Records from a data collection:
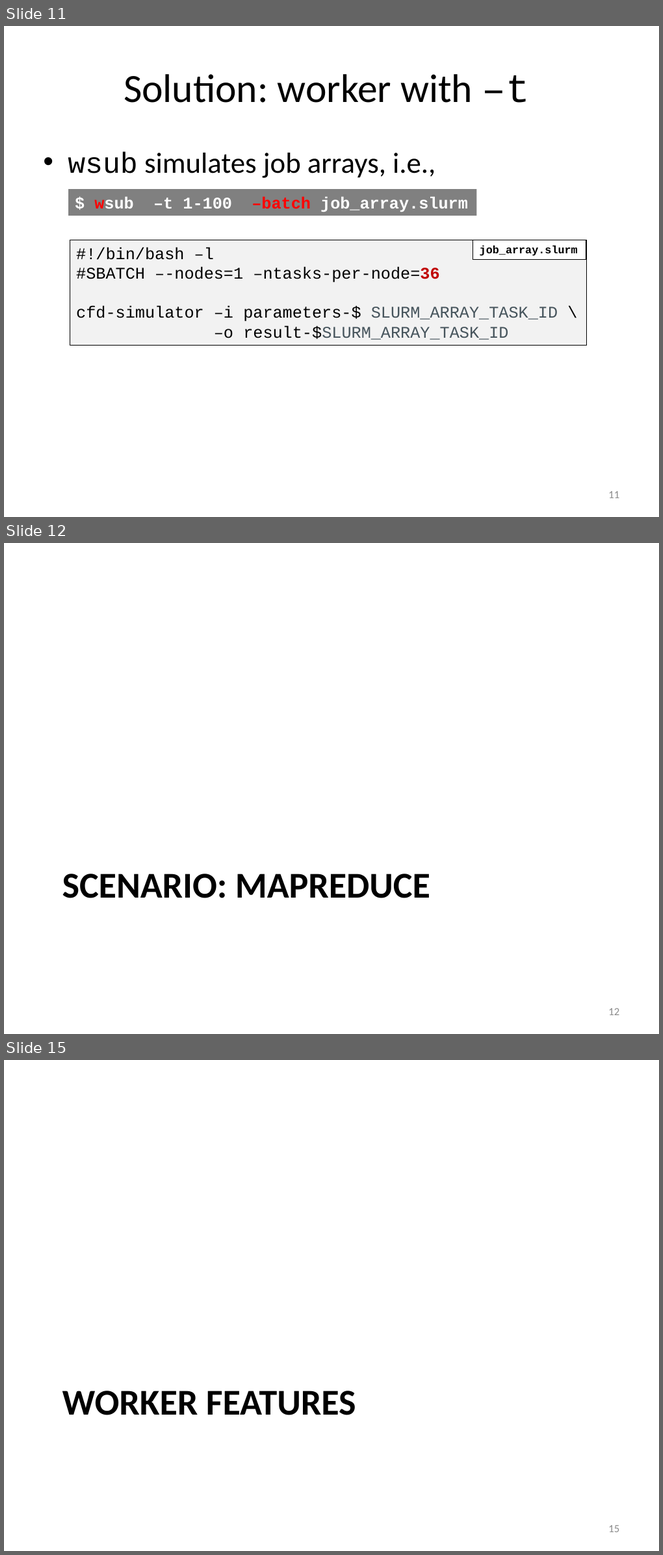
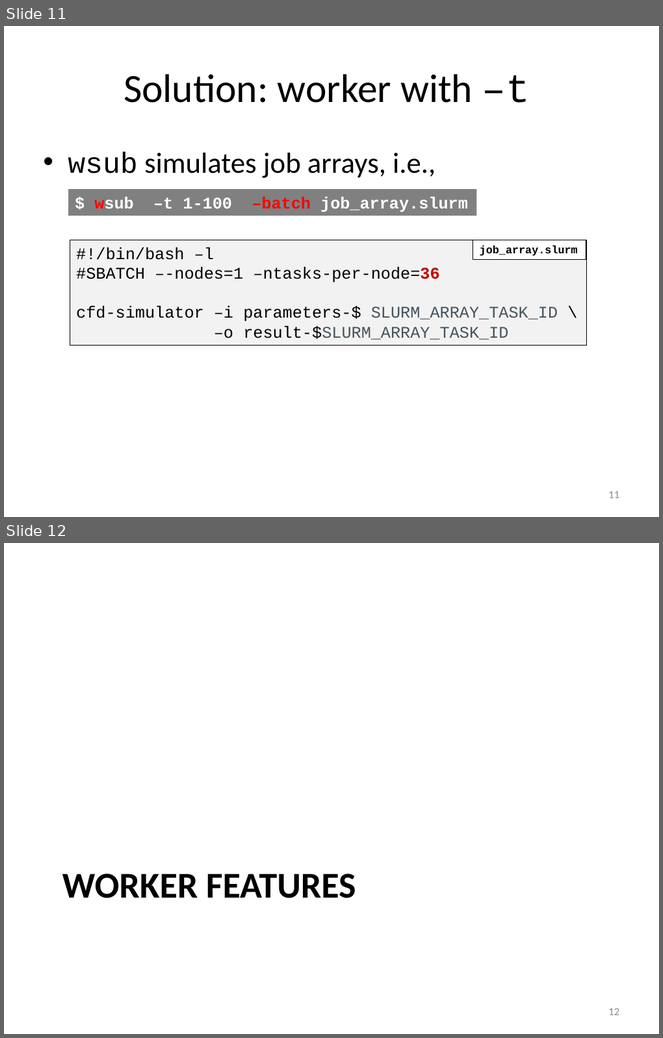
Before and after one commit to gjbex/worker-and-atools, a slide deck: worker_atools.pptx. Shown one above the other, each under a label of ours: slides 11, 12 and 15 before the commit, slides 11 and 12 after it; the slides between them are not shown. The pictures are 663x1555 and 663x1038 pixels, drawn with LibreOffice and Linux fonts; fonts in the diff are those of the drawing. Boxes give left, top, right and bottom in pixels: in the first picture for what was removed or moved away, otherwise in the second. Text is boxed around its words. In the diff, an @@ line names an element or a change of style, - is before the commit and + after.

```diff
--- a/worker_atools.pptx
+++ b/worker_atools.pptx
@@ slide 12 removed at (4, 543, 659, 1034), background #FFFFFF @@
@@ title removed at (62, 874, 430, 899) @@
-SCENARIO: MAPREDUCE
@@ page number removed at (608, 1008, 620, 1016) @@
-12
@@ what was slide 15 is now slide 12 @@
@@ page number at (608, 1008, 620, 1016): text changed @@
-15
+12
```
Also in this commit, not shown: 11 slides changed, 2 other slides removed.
==
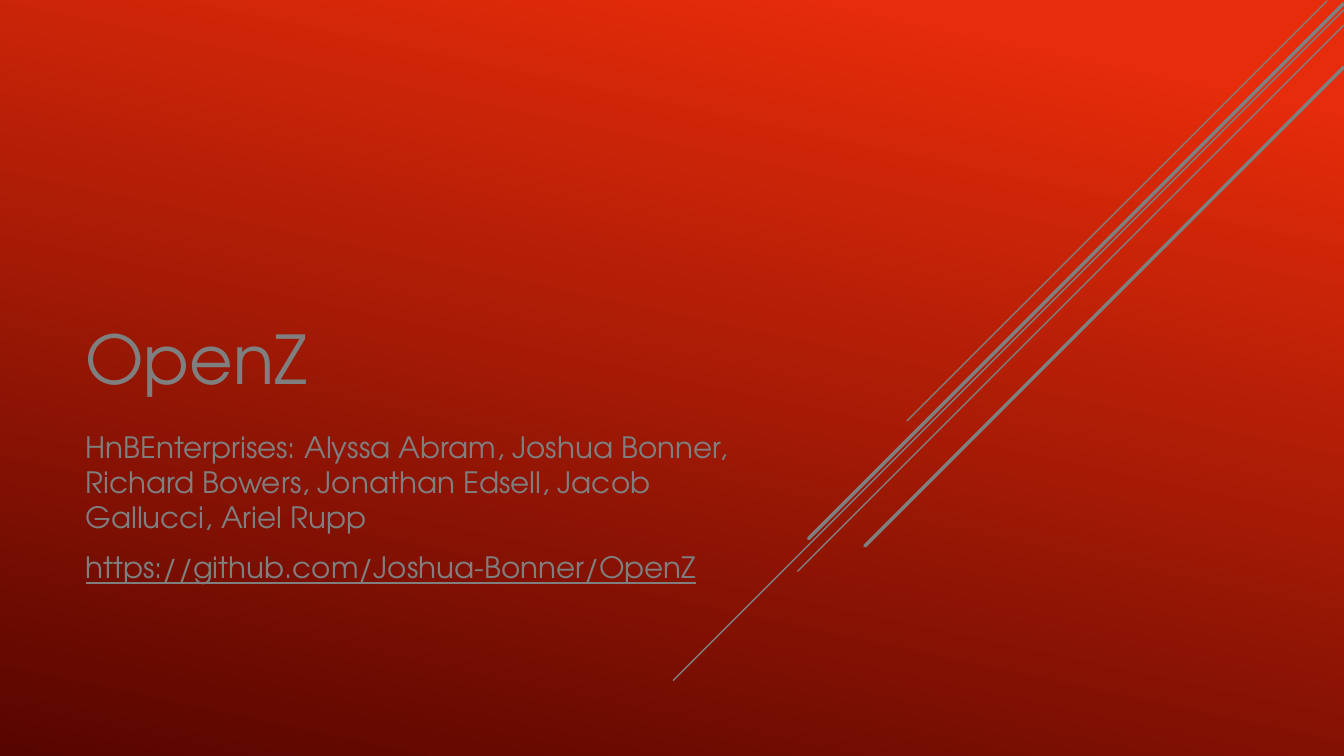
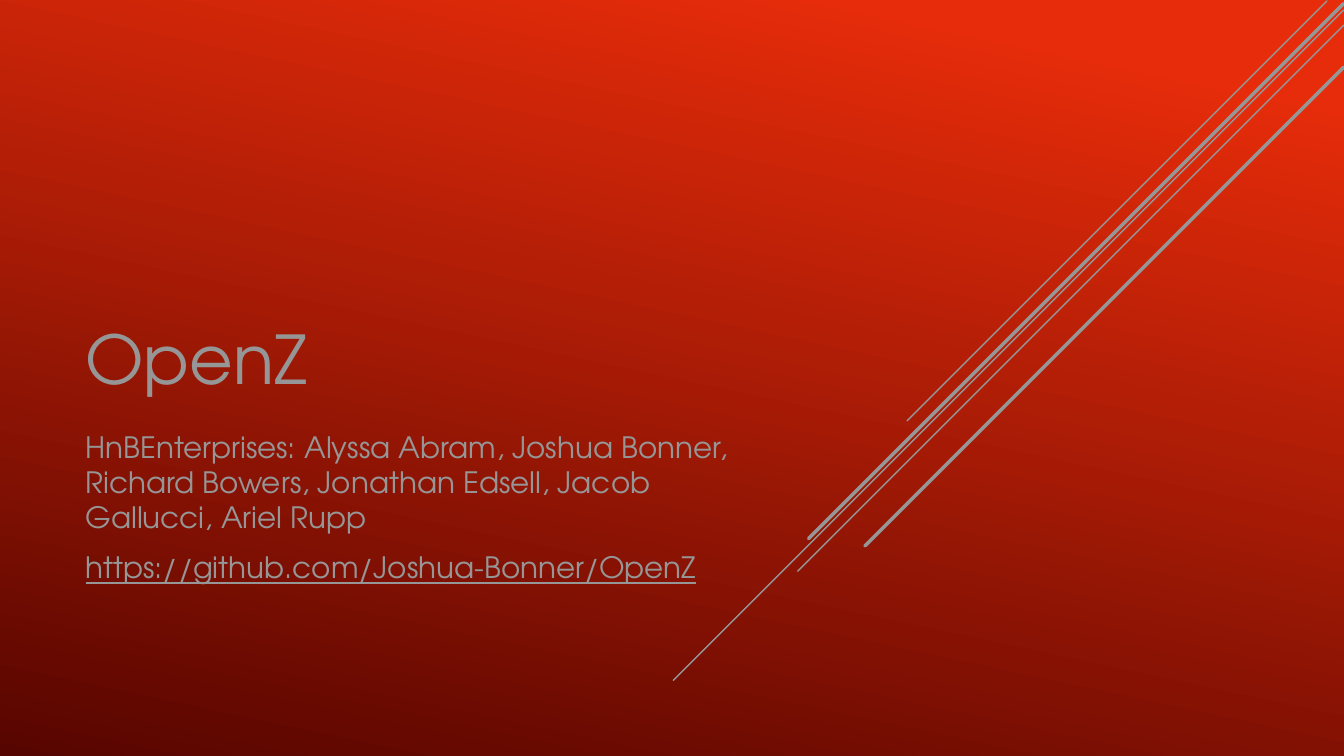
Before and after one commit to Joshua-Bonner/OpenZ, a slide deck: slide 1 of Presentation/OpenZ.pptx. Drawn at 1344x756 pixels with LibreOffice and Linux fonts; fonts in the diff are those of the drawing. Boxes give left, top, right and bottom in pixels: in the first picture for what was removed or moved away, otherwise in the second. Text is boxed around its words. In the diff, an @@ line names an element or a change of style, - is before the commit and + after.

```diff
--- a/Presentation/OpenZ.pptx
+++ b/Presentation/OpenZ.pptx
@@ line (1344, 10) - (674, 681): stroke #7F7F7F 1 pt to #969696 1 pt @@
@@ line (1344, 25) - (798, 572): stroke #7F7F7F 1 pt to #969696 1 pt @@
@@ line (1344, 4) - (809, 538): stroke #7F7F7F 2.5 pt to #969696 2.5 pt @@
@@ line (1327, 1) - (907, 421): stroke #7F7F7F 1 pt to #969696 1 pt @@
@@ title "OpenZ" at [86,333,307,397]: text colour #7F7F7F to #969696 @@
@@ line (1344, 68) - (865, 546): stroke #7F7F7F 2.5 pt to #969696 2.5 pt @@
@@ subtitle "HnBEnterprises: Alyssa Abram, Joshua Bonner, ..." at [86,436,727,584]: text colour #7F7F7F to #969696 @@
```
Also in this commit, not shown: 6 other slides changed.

WHAT TO PRODUCE:
Each line of the entries where the string "style" occurs should be shown.

EXERCISE RESPONSE:
Before and after one commit to gjbex/worker-and-atools, a slide deck: worker_atools.pptx. Shown one above the other, each under a label of ours: slides 11, 12 and 15 before the commit, slides 11 and 12 after it; the slides between them are not shown. The pictures are 663x1555 and 663x1038 pixels, drawn with LibreOffice and Linux fonts; fonts in the diff are those of the drawing. Boxes give left, top, right and bottom in pixels: in the first picture for what was removed or moved away, otherwise in the second. Text is boxed around its words. In the diff, an @@ line names an element or a change of style, - is before the commit and + after.
Before and after one commit to Joshua-Bonner/OpenZ, a slide deck: slide 1 of Presentation/OpenZ.pptx. Drawn at 1344x756 pixels with LibreOffice and Linux fonts; fonts in the diff are those of the drawing. Boxes give left, top, right and bottom in pixels: in the first picture for what was removed or moved away, otherwise in the second. Text is boxed around its words. In the diff, an @@ line names an element or a change of style, - is before the commit and + after.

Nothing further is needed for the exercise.